What is being asked: Only a number is wanted: how many lines of the entries include the string "location"?

*** Begin section ***

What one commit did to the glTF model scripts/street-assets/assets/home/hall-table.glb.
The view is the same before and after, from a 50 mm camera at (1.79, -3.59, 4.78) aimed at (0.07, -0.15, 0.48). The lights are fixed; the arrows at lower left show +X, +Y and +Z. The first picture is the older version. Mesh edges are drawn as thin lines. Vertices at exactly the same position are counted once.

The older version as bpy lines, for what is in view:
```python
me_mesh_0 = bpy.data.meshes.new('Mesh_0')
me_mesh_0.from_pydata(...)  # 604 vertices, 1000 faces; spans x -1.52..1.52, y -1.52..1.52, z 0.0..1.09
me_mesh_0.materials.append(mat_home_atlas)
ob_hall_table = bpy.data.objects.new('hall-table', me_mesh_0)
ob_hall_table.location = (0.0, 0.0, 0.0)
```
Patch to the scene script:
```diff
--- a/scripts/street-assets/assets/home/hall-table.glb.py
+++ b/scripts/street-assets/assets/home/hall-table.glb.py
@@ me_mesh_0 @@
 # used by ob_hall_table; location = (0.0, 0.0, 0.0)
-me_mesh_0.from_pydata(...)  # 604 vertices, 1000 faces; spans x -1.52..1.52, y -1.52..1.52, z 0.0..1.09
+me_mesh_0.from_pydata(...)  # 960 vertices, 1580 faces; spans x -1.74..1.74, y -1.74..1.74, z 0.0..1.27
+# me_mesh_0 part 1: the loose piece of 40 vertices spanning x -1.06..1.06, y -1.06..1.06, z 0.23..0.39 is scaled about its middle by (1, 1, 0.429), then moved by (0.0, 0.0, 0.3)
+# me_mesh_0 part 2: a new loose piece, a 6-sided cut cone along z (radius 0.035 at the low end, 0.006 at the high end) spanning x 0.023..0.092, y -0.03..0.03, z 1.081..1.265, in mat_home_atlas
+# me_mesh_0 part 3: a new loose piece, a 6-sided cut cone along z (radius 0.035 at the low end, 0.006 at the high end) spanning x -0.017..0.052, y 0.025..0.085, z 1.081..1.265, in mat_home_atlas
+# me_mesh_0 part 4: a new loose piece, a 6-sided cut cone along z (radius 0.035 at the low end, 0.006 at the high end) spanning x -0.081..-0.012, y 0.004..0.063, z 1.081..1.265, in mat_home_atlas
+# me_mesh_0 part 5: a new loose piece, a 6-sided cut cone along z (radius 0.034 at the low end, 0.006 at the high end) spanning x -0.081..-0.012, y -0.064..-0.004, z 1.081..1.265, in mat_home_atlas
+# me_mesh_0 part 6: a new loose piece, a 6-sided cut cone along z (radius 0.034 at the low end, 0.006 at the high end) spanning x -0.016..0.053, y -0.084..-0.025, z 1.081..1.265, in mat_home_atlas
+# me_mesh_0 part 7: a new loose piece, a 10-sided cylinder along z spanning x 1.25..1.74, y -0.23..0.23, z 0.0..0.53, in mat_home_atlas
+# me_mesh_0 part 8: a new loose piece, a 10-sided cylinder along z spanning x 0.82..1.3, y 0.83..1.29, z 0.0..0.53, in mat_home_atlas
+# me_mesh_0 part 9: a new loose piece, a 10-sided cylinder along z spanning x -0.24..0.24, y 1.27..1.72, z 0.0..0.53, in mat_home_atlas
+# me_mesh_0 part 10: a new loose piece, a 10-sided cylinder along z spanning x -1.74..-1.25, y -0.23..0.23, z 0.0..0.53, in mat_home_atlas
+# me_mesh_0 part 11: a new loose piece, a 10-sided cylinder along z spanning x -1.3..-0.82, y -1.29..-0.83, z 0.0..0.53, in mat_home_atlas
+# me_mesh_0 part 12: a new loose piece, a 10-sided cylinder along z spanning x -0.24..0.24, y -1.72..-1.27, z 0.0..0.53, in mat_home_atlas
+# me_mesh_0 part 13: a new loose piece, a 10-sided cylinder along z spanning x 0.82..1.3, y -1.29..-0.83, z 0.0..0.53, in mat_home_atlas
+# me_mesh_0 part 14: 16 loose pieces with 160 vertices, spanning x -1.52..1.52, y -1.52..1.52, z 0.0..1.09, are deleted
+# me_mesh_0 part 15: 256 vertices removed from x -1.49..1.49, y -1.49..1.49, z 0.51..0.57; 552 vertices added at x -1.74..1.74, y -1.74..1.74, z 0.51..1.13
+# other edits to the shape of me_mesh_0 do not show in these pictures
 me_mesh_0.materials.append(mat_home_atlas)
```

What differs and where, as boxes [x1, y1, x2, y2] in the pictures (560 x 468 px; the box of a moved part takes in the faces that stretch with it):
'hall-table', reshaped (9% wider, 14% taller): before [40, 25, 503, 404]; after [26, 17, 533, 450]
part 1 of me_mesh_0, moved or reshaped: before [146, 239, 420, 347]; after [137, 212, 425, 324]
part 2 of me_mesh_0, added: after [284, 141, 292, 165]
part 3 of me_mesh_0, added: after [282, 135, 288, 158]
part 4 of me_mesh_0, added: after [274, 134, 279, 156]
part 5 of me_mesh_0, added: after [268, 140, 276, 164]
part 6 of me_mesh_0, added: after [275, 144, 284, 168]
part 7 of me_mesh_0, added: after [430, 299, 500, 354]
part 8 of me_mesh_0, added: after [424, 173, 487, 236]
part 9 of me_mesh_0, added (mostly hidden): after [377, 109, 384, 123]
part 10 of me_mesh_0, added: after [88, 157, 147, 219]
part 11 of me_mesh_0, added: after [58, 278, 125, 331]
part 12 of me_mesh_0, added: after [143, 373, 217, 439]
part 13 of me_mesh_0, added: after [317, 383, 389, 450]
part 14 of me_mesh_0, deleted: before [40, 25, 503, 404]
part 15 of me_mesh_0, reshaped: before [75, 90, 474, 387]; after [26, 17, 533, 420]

*** End section ***

Solution to the exercise: 2